18 yrs
Policy, Press2006

European Parliament Prioritises Research for Renewable Energy


Today, at its plenary session in Strasbourg, the European Parliament voted to dedicate two thirds of the non-nuclear energy research budget to renewable energy and energy efficiency, under the European Union’s Seventh Framework Programme for Research (FP7).

“The European Parliament’s vote reverses decades of unbalanced focus on fossil fuel energy research,” said Christian Kjaer, Chief Executive of the European Wind Energy Association (EWEA). “After today’s vote, Europe is moving closer to a European energy future based on known and predictable cost of energy, derived from clean and indigenous energy sources free of all the security, political, economic and environmental disadvantages associated with the current energy supply structure.”

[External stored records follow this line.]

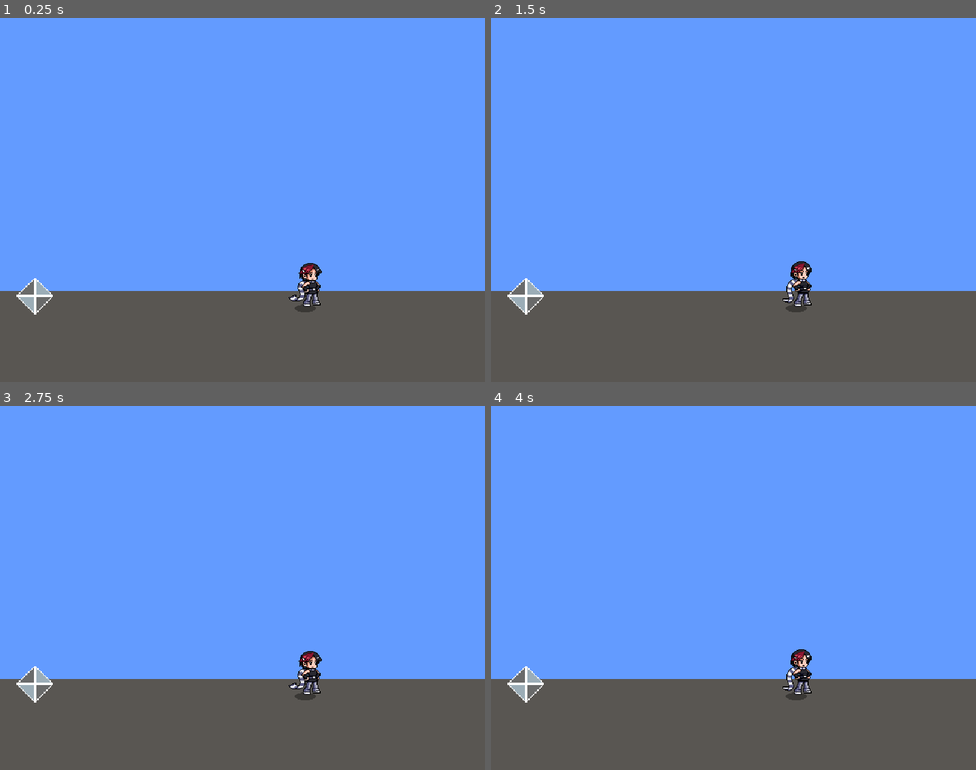
Above: before the commit, frames 1-4 (two rows, left to right).
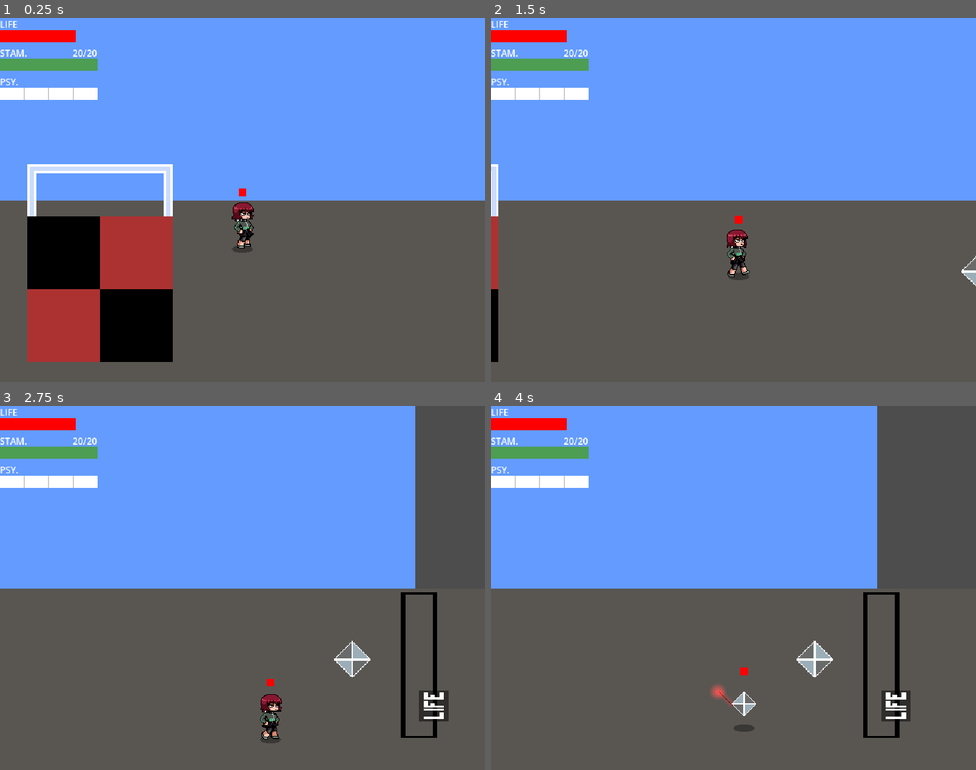
Above: after the commit, the same moments.

Repository: WarrenWarrens/CC
Game: Godot game, scene res://Scenes/WorldThree.tscn
Two runs of this game, one before a commit and one after it. Both use one fixed random seed, a clock stepped at 60 frames per second and the inputs below. This scene is started directly instead of the project's main scene.
Inputs (mouse positions are in pixels of both pictures, inside the frame that each line leads up to):
- Up to frame 1 (0.25 s): no input
- Up to frame 2 (1.5 s): tap Enter (ui_accept) at 0.5, 0.77 s; move the mouse to (840, 181) at 0.52 s; hold D (right) 0.53-1.28 s; tap R (aim) at 0.6 s; tap Q (dodge) at 0.8, 1.35 s; move the mouse to (636, 218) at 1.27 s; hold S (down) from 1.28 s (still down)
- Up to frame 3 (2.75 s): tap Enter (ui_accept) at 1.52 s; click (145, 606) at 1.55 s; move the mouse to (291, 507) at 2.02 s; release S (down) at 2.03 s; press the mouse at (291, 507) at 2.03 s; hold D (right) from 2.03 s (still down); tap R (aim) at 2.3 s
- Up to frame 4 (4 s): move the mouse to (709, 660) at 2.77 s; release D (right) at 2.78 s; release the mouse at (709, 660) at 2.78 s; hold W (up) 2.78-3.53 s; tap R (aim) at 2.85 s; tap Enter (ui_accept) at 3.02, 3.77 s; tap Q (dodge) at 3.05, 3.6 s; move the mouse to (879, 642) at 3.52 s; press the mouse at (879, 642) at 3.53 s; hold A (left) from 3.53 s (still down)

The runs differ from the first frame. In frame 1, 34% of the frame differs, in the area x 0-100%, y 0-95%; in frame 2, 28%; in frame 3, 36%; in frame 4, 39%, in the area x 0-100%, y 0-92%.
Error before the commit: Parse Error: Could not find type "CharacterDef" in the current scope. (res://GameSession.gd:11)

Commit message:
Fixed major bug preventing game from launching

Diff:
--- a/Characters/CharacterDef.tres
+++ b/CharacterDef.gd
@@ -1,28 +1,25 @@
-[gd_resource type="Resource" format=3 uid="uid://i3gv6his14d"]
-
-[sub_resource type="GDScript" id="GDScript_nxbwp"]
-script/source = "class_name CharacterDef
+class_name CharacterDef
 extends Resource
 ## One selectable character. Make real ones in the editor: right-click in FileSystem > New Resource > CharacterDef,
 ## save them as .tres files in res://Characters/ and GameSession picks them up automatically.
 
-@export var id: StringName = &\"brawler\"
-@export var display_name := \"Brawler\"
+@export var id: StringName = &"brawler"
+@export var display_name := "Brawler"
 @export var portrait: Texture2D
 
 ## Optional: a different SpriteFrames for this character. It must use the same animation names
 ## (Idle, Walk, Attack, Jump, Guard, Dodge, Stun...). Leave empty to keep the Player scene's sprite.
 @export var sprite_frames: SpriteFrames
 
-@export_group(\"Stats\")
+@export_group("Stats")
 @export var max_health := 200
 @export var start_health := 100
 @export var max_stamina := 20.0
 @export var stamina_regen := 6.0
 @export var speed_mult := 1.0
-@export_enum(\"Red\", \"Blue\", \"Yellow\", \"Purple\") var starting_style := 0
+@export_enum("Red", "Blue", "Yellow", "Purple") var starting_style := 0
 
-@export_group(\"Colours\")
+@export_group("Colours")
 @export var main_color := Color(0.75, 0.15, 0.15)
 @export var accent_color := Color(0.15, 0.35, 0.75)
 
@@ -36,17 +33,13 @@
 		return
 	mat = mat.duplicate() as ShaderMaterial   # never edit the shared material
 	body.material = mat
-	_set_ramp(mat, \"main\", tint)
-	_set_ramp(mat, \"accent\", accent_color)
+	_set_ramp(mat, "main", tint)
+	_set_ramp(mat, "accent", accent_color)
 
 
 func _set_ramp(mat: ShaderMaterial, prefix: String, base: Color) -> void:
-	mat.set_shader_parameter(prefix + \"_1_dst\", base.darkened(0.45))
-	mat.set_shader_parameter(prefix + \"_2_dst\", base.darkened(0.25))
-	mat.set_shader_parameter(prefix + \"_3_dst\", base)
-	mat.set_shader_parameter(prefix + \"_4_dst\", base.lightened(0.25))
-	mat.set_shader_parameter(prefix + \"_5_dst\", base.lightened(0.45))
-"
-
-[resource]
-script = SubResource("GDScript_nxbwp")
+	mat.set_shader_parameter(prefix + "_1_dst", base.darkened(0.45))
+	mat.set_shader_parameter(prefix + "_2_dst", base.darkened(0.25))
+	mat.set_shader_parameter(prefix + "_3_dst", base)
+	mat.set_shader_parameter(prefix + "_4_dst", base.lightened(0.25))
+	mat.set_shader_parameter(prefix + "_5_dst", base.lightened(0.45))
--- a/CharacterSelect.gd
+++ b/Characters/CharacterSelect.gd
@@ -7,6 +7,7 @@
 
 
 func _ready() -> void:
+	set_anchors_and_offsets_preset(Control.PRESET_FULL_RECT)   # a root Control would otherwise be 0x0
 	var margin := MarginContainer.new()
 	margin.set_anchors_and_offsets_preset(Control.PRESET_FULL_RECT)
 	for side in ["left", "right", "top", "bottom"]:
@@ -29,6 +30,11 @@
 	start.pressed.connect(_on_start)
 	box.add_child(start)
 	start.grab_focus()
+
+	var back := Button.new()
+	back.text = "Back"
+	back.pressed.connect(GameSession.back_to_menu)
+	box.add_child(back)
 
 
 func _make_row(i: int) -> HBoxContainer:
--- a/Scenes/CharacterSelect.tscn
+++ b/Characters/CharacterSelect.tscn
@@ -1,6 +1,6 @@
 [gd_scene format=3 uid="uid://c7b4yq52byco3"]
 
-[ext_resource type="Script" uid="uid://c164ggowkhmyt" path="res://CharacterSelect.gd" id="1_r5nmx"]
+[ext_resource type="Script" uid="uid://c164ggowkhmyt" path="res://Characters/CharacterSelect.gd" id="1_rq1t4"]
 
 [node name="Control" type="Control" unique_id=1362907438]
 layout_mode = 3
@@ -9,4 +9,4 @@
 anchor_bottom = 1.0
 grow_horizontal = 2
 grow_vertical = 2
-script = ExtResource("1_r5nmx")
+script = ExtResource("1_rq1t4")
--- a/Characters/Player.gd
+++ b/Characters/Player.gd
@@ -149,7 +149,7 @@
 		current_state = State.JUMPING
 		z_velocity = JUMP_FORCE
 		body_sprite.play("Jump")
-	elif Input.is_action_just_pressed("punch") and PlayerStats.use_stamina(2):
+	elif Input.is_action_just_pressed("punch") and stats.use_stamina(2):
 		current_state = State.PUNCHING
 		body_sprite.play("Attack")
 		hitbox.monitoring = true
@@ -159,7 +159,7 @@
 	elif Input.is_action_pressed("guard"):
 		current_state = State.GUARDING
 		body_sprite.play("Guard")
-	elif Input.is_action_just_pressed("dodge") and Stats.use_stamina(5):
+	elif Input.is_action_just_pressed("dodge") and stats.use_stamina(5):
 		current_state = State.DODGING
 		velocity = ramp_adjust(facing_direction * DODGE_SPEED)
 		body_sprite.play("Dodge")
@@ -178,10 +178,10 @@
 	if is_invincible or current_state == State.DODGING:
 		return
 	elif current_state == State.GUARDING:
-		PlayerStats.take_damage(ceili(amount / 2.0))
+		stats.take_damage(ceili(amount / 2.0))
 		hitbox.set_deferred("monitoring", false)
 		velocity = knockback_dir * 75
-		PlayerStats.use_stamina(2)
+		stats.use_stamina(2)
 		return
 	else:
 		if current_state == State.AIMING:
@@ -190,7 +190,7 @@
 		current_state = State.STUNNED
 		body_sprite.play("Stun")
 		velocity = knockback_dir * 200
-		PlayerStats.take_damage(amount)
+		stats.take_damage(amount)
 
 		is_invincible = true
 
@@ -225,7 +225,7 @@
 			_hit_targets.append(target)
 			var knockback = global_position.direction_to(target.global_position)
 			target.take_damage(10, knockback)
-			PlayerStats.add_psy(10)
+			stats.add_psy(10)
 
 func _on_body_frame_changed() -> void:
 	if current_state == State.PUNCHING and body_sprite.animation == "Attack":
--- a/GameSession.gd
+++ b/GameSession.gd
@@ -6,7 +6,11 @@
 const MAX_PLAYERS := 4
 const CHARACTER_DIR := "res://Characters"
 const SELECT_SCENE := "res://Scenes/CharacterSelect.tscn"   # change to your paths
-const FIRST_LEVEL := "res://Scenes/WorldOne.tscn"
+const MENU_SCENE := "res://MainMenu/MainMenu.tscn"
+const FIRST_LEVEL := "res://Scenes/WorldFive.tscn"
+
+## The level the select screen will start. Set by open_select().
+var next_level := FIRST_LEVEL
 
 var roster: Array[CharacterDef] = []
 
@@ -29,13 +33,21 @@
 	return slots
 
 
-func start_level(path := FIRST_LEVEL) -> void:
+## Starts a level. With no path it starts `next_level` (what the main menu picked).
+func start_level(path := "") -> void:
 	_alive = 0
-	get_tree().change_scene_to_file(path)
+	get_tree().change_scene_to_file(path if path != "" else next_level)
 
 
-func open_select() -> void:
+## The main menu calls this: remember which level was chosen, then show the character select screen.
+func open_select(level_path := "") -> void:
+	if level_path != "":
+		next_level = level_path
 	get_tree().change_scene_to_file(SELECT_SCENE)
+
+
+func back_to_menu() -> void:
+	get_tree().change_scene_to_file(MENU_SCENE)
 
 
 ## Each Player calls this once it has its Stats.
--- /dev/null
+++ b/Scenes/HUD.gd
@@ -0,0 +1,9 @@
+extends CanvasLayer
+
+# This receives the stats node from World.gd and passes it to every bar
+func bind(player_stats: Node) -> void:
+	# Loop through all the UI elements inside the VBoxContainer
+	for bar in $VBoxContainer.get_children():
+		# If the UI element is a StatBar, tell it to bind to the player
+		if bar is StatBar:
+			bar.bind(player_stats)
--- a/Scenes/HUD.tscn
+++ b/Scenes/HUD.tscn
@@ -1,9 +1,11 @@
 [gd_scene format=3 uid="uid://m8dr44jj6kwf"]
 
+[ext_resource type="Script" uid="uid://c6nscldmif1h3" path="res://Scenes/HUD.gd" id="1_jo1ms"]
 [ext_resource type="Script" uid="uid://dhfk4wsm5m6p" path="res://Script/StatBar.gd" id="1_sd512"]
 
 [node name="HUD" type="CanvasLayer" unique_id=1426414201]
 layer = 10
+script = ExtResource("1_jo1ms")
 
 [node name="VBoxContainer" type="VBoxContainer" parent="." unique_id=1328866415]
 offset_right = 40.0
--- a/Script/Pickup.gd
+++ b/Script/Pickup.gd
@@ -48,5 +48,5 @@
 	if _collected or body.name != "Player":
 		return
 	_collected = true
-	PlayerStats.change_health(20)
+	#stats.change_health(20)
 	queue_free()
--- a/Script/StatBar.gd
+++ b/Script/StatBar.gd
@@ -25,6 +25,9 @@
 var _title_label: Label
 var _value_label: Label
 
+# FIX: Add a reference to hold the specific player's Stats node
+var _target_stats: Stats = null
+
 func _ready() -> void:
 	mouse_filter = Control.MOUSE_FILTER_IGNORE
 	_header_h = font_size + 4.0
@@ -32,7 +35,17 @@
 	_title_label.text = title
 	_value_label = _make_label(HORIZONTAL_ALIGNMENT_RIGHT)
 	_value_label.visible = show_values
-	_shown = float(PlayerStats.get(stat))
+
+	# Fallback for singleplayer testing if bind() isn't called quickly enough
+	if Engine.is_editor_hint() == false and _target_stats == null:
+		var players = get_tree().get_nodes_in_group("players")
+		if players.size() > 0 and players[0].has_node("Stats"):
+			_target_stats = players[0].get_node("Stats")
+
+	if _target_stats:
+		_shown = float(_target_stats.get(stat))
+	else:
+		_shown = 0.0
 
 func _make_label(align: HorizontalAlignment) -> Label:
 	var l := Label.new()
@@ -47,8 +60,14 @@
 
 func _process(delta: float) -> void:
 	_time += delta
-	_target = float(PlayerStats.get(stat))
-	_max = maxf(float(PlayerStats.get("max_" + stat)), 0.001)
+
+	# FIX: Only attempt to read stats if we have a valid reference
+	if not is_instance_valid(_target_stats):
+		return
+
+	# Read from the instanced Stats node, not the old PlayerStats Autoload
+	_target = float(_target_stats.get(stat))
+	_max = maxf(float(_target_stats.get("max_" + stat)), 0.001)
 	_shown = move_toward(_shown, _target, _max * drain_speed * delta)
 
 	var w := _bar_w()
@@ -73,8 +92,11 @@
 		for i in range(1, chunks):
 			draw_rect(Rect2(w * i / chunks - 1.0, _header_h, 2.0, bar_height), divider_color)
 
-func bind(stats: Stats) -> void:
-	_bind_children(self, stats)
+# FIX: Make bind setup the direct reference for this specific bar
+func bind(target_stats: Stats) -> void:
+	_target_stats = target_stats
+	if is_inside_tree():
+		_shown = float(_target_stats.get(stat))
 
 func _bind_children(node: Node, stats: Stats) -> void:
 	for c in node.get_children():
Not shown, added: CharacterDef.gd.uid
Renamed: CharacterSelect.gd.uid -> Characters/CharacterSelect.gd.uid
Not shown, added: Scenes/HUD.gd.uid
Not shown, added: .DS_Store
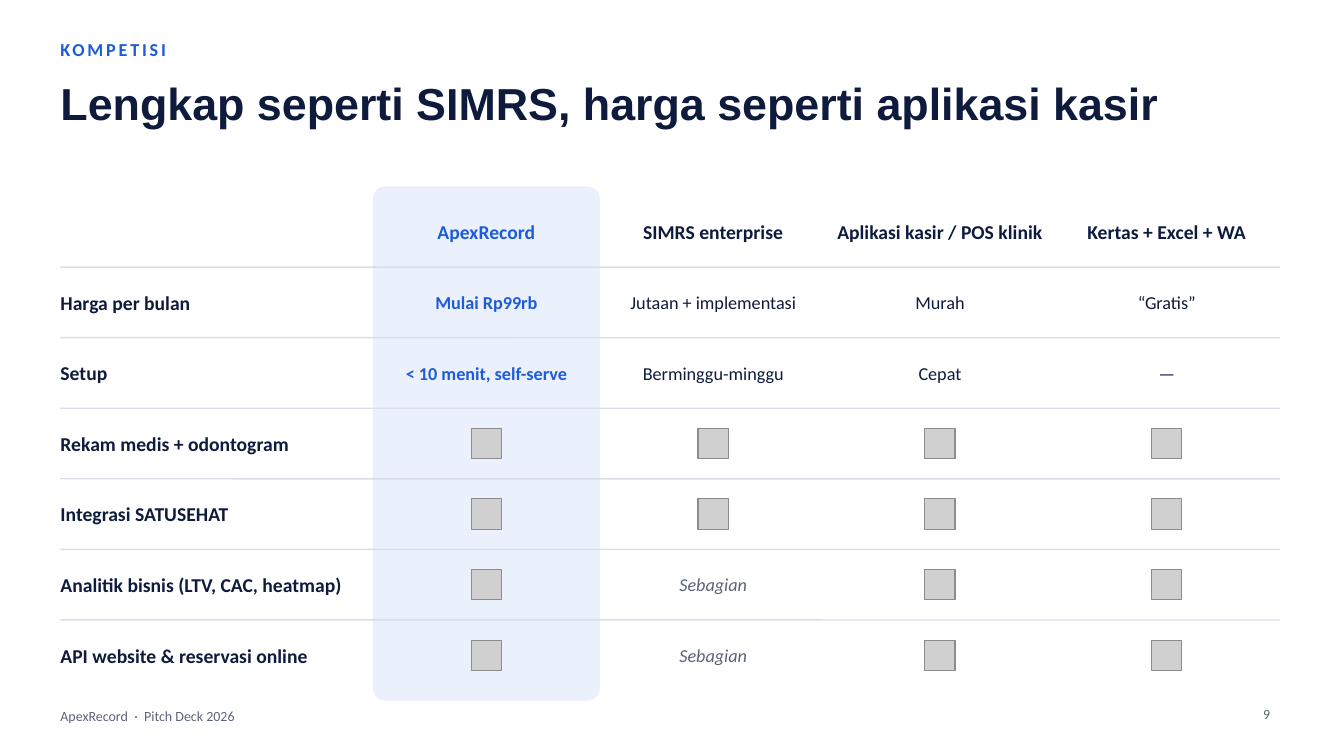
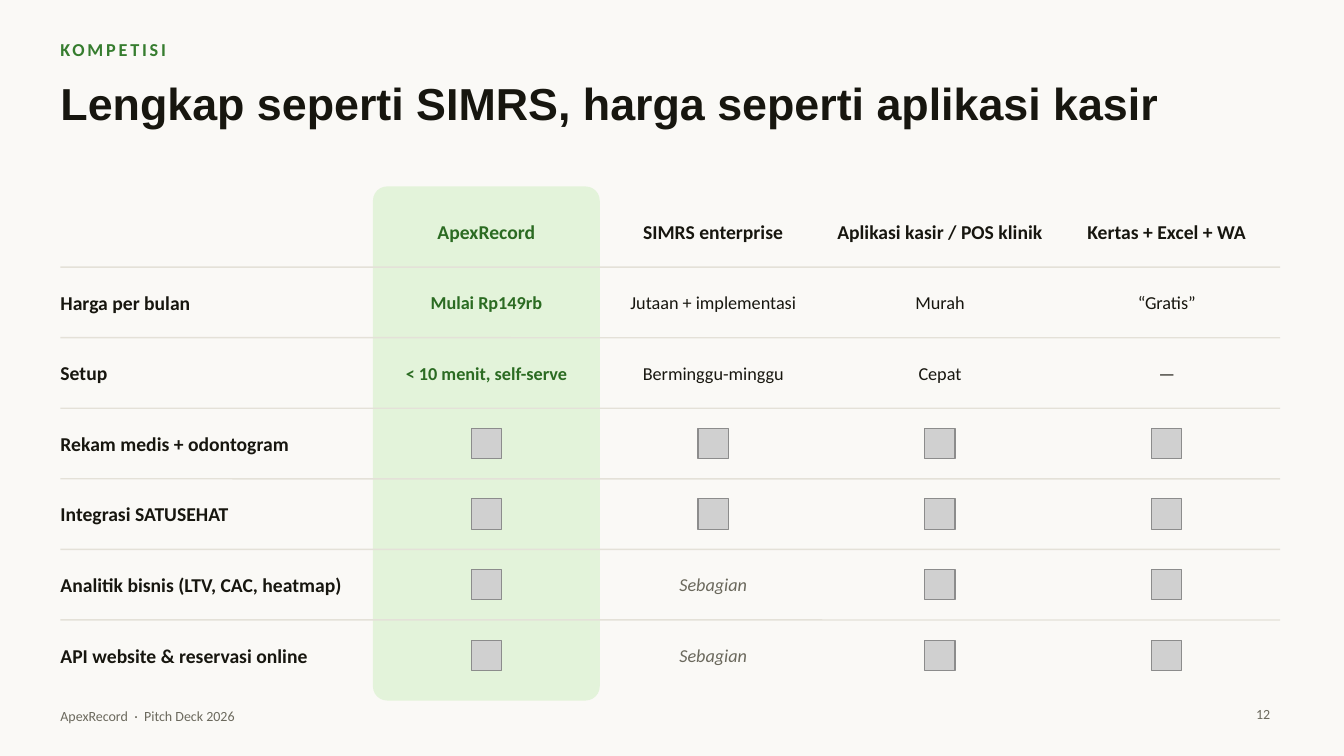
Before and after one commit to fajrulichsanai/apex-record, a slide deck: slide 12 of docs/pitch-deck/ApexRecord-Pitch-Deck.pptx (slide 9 before the commit). Drawn at 1344x756 pixels with LibreOffice and Linux fonts; fonts in the diff are those of the drawing; grey boxes stand for pictures. Boxes give left, top, right and bottom in pixels: in the first picture for what was removed or moved away, otherwise in the second. Text is boxed around its words. In the diff, an @@ line names an element or a change of style, - is before the commit and + after.

```diff
--- a/docs/pitch-deck/ApexRecord-Pitch-Deck.pptx
+++ b/docs/pitch-deck/ApexRecord-Pitch-Deck.pptx
@@ background #FFFFFF to #FAF9F6 @@
@@ text "KOMPETISI" at [60, 38, 1280, 74]: text colour #1E5BD8 to #367D2F @@
@@ rounded rectangle at [373, 187, 600, 701]: fill #EAF1FD to #E3F3DA; proportions changed @@
@@ text "ApexRecord" at [437, 225, 535, 242]: text colour #1E5BD8 to #2B6B22 @@
@@ line (60, 267) - (1280, 267): stroke #D9DEE8 1 pt to #E4E1D8 1 pt @@
@@ text at [431, 296, 542, 312]: text changed; text colour #1E5BD8 to #2B6B22 @@
-Mulai Rp99rb
+Mulai Rp149rb
@@ line (60, 338) - (1280, 338): stroke #D9DEE8 1 pt to #E4E1D8 1 pt @@
@@ text "< 10 menit, self-serve" at [419, 367, 567, 383]: text colour #1E5BD8 to #2B6B22 @@
@@ text colour #0F1B3D to #17160F in 16 elements at [60, 87, 1158, 129], [643, 225, 783, 242], [837, 225, 1042, 242], [1087, 225, 1246, 239], [60, 296, 190, 314], [630, 296, 796, 312], [915, 296, 964, 309], [1138, 296, 1196, 309], [60, 367, 107, 383], [643, 367, 784, 383], [919, 368, 962, 383], [60, 437, 289, 455], [60, 507, 228, 525], [60, 577, 341, 595], [60, 649, 307, 663], [1064, 338, 1270, 408] @@
@@ line (60, 408) - (1280, 408): stroke #D9DEE8 1 pt to #E4E1D8 1 pt @@
@@ line (60, 479) - (1280, 479): stroke #D9DEE8 1 pt to #E4E1D8 1 pt @@
@@ line (60, 549) - (1280, 549): stroke #D9DEE8 1 pt to #E4E1D8 1 pt @@
@@ line (60, 620) - (1280, 620): stroke #D9DEE8 1 pt to #E4E1D8 1 pt @@
@@ text colour #5B6478 to #6B695D in 3 elements at [679, 578, 747, 594], [679, 649, 747, 665], [60, 711, 234, 723] @@
@@ page number at [1256, 710, 1270, 719]: text changed; text colour #5B6478 to #6B695D @@
-9
+12
```
Also in this commit, not shown: 12 other slides changed, 7 slides added, 3 slides removed.

If the decision is agreed by the Member States at the next Competitiveness Council, non-nuclear energy research will total €2.4 billion over the seven years of the programme (2007 – 2013). Two thirds of this for renewables and energy efficiency would equal about €226 million per annum. The European Parliament has no legislative powers in the area of nuclear energy research, which is expected to receive €580 million per annum over the next five years under a separate Euratom research budget.

In an era of energy uncertainty and a climate disaster waiting to happen, the European Parliament has made a bold statement - that renewables are a vital part of Europe’s future energy mix. For the wind industry, the decision will contribute to further progress of the technology and reduced cost, while maintaining Europe’s leading position in the global market.

The vote was by no means a sure thing. A hastily formed coalition of supporting MEPs side-stepped an oral amendment tabled at the last moment, which, had it not been overthrown, could have seriously weakened the impact of the report.

The IEA (1) has established that research has led to about 40% of wind energy cost reductions over the last twenty years, so the Parliament has taken a big step towards enabling wind energy to reach cost parity with - and even to undercut - the cheapest alternatives.

Under the Sixth Framework Programme, wind energy received only limited funding for research.

Stakeholders from across the wind energy sector have already established their priorities for wind energy research, and identified five key priorities for wind energy research including: wind energy systems; integration of wind power into the European Power System; testing, standards and certification; external conditions, resource assessment, and forecasting; and socio-economic and environmental issues.